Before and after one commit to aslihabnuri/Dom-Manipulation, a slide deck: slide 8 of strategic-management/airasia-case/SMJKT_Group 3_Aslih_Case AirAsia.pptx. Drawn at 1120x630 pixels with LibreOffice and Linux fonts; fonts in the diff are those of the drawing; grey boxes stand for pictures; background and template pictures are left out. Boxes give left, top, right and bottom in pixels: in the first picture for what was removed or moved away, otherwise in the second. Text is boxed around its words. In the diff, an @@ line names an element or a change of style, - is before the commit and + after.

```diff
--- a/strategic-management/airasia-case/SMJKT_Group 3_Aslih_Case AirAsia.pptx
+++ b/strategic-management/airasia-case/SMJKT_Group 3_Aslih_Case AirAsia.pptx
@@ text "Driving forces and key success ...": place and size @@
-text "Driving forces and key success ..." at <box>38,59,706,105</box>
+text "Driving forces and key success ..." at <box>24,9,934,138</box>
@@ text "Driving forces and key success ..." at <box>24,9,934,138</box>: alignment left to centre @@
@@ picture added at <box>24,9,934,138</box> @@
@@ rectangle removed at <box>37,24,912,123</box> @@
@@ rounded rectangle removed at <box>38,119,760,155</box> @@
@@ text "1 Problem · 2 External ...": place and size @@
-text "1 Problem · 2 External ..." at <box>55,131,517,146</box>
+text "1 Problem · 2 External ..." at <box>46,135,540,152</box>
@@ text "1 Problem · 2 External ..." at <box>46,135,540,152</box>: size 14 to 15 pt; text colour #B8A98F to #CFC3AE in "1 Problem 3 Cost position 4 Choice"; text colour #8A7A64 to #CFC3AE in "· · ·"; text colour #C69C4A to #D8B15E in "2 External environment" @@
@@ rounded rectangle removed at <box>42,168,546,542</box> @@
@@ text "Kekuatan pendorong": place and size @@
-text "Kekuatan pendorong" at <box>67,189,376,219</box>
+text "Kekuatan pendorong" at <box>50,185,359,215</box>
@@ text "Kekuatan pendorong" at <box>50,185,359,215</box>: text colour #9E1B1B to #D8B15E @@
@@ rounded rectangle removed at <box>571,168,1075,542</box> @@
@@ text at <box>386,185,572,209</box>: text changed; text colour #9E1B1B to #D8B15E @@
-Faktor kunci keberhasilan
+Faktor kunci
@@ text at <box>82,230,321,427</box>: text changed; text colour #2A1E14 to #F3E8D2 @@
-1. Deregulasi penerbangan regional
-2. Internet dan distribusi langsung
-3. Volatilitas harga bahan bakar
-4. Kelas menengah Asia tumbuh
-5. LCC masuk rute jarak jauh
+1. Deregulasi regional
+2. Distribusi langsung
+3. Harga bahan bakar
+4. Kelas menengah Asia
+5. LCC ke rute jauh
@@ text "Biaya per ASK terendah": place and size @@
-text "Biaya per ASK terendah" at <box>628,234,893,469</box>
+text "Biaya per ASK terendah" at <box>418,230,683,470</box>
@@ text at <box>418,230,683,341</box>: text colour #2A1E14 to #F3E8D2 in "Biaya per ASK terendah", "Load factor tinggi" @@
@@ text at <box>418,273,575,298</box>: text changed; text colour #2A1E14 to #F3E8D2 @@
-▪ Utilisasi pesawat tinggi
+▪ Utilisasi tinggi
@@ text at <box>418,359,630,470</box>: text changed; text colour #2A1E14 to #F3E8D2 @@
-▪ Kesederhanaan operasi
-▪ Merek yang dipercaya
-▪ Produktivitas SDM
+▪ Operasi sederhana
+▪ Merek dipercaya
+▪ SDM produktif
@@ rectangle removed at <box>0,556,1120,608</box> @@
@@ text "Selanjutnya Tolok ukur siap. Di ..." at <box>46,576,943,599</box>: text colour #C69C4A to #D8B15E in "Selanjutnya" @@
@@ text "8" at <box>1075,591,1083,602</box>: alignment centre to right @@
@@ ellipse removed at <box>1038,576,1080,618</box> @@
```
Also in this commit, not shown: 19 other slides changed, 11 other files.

..............................

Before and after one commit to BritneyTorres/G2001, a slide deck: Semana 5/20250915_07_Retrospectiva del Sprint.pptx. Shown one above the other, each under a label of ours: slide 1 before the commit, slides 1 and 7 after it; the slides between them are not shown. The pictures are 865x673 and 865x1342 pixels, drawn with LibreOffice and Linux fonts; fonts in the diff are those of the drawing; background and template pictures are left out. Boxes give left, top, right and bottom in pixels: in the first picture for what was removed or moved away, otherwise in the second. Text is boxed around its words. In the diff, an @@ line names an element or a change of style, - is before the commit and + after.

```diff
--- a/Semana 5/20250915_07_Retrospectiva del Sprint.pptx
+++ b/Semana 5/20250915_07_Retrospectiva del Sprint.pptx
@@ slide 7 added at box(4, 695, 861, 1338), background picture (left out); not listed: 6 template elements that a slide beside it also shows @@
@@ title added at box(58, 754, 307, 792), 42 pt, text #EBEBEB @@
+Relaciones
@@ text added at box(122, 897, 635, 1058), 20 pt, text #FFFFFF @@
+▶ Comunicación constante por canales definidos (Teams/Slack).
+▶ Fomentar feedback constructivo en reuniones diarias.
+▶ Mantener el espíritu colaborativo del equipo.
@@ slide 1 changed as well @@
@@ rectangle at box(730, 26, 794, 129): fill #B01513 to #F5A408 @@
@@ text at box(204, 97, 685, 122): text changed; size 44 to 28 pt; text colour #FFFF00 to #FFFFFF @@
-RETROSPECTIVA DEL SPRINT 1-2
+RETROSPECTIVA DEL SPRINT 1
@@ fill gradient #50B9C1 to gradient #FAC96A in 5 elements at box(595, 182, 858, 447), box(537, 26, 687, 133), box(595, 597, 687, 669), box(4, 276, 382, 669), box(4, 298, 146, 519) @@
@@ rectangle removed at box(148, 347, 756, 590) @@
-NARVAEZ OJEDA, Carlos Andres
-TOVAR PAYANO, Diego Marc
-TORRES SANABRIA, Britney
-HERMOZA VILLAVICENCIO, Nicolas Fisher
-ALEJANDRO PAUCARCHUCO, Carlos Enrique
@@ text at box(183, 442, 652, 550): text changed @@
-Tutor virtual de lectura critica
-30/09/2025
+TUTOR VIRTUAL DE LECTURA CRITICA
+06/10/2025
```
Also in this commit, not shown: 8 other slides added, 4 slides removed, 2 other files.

..............................

◆ Your task:
Copy whichever lines of the records above contain the word "management".

◆ Answer for this exercise:
Before and after one commit to aslihabnuri/Dom-Manipulation, a slide deck: slide 8 of strategic-management/airasia-case/SMJKT_Group 3_Aslih_Case AirAsia.pptx. Drawn at 1120x630 pixels with LibreOffice and Linux fonts; fonts in the diff are those of the drawing; grey boxes stand for pictures; background and template pictures are left out. Boxes give left, top, right and bottom in pixels: in the first picture for what was removed or moved away, otherwise in the second. Text is boxed around its words. In the diff, an @@ line names an element or a change of style, - is before the commit and + after.
--- a/strategic-management/airasia-case/SMJKT_Group 3_Aslih_Case AirAsia.pptx
+++ b/strategic-management/airasia-case/SMJKT_Group 3_Aslih_Case AirAsia.pptx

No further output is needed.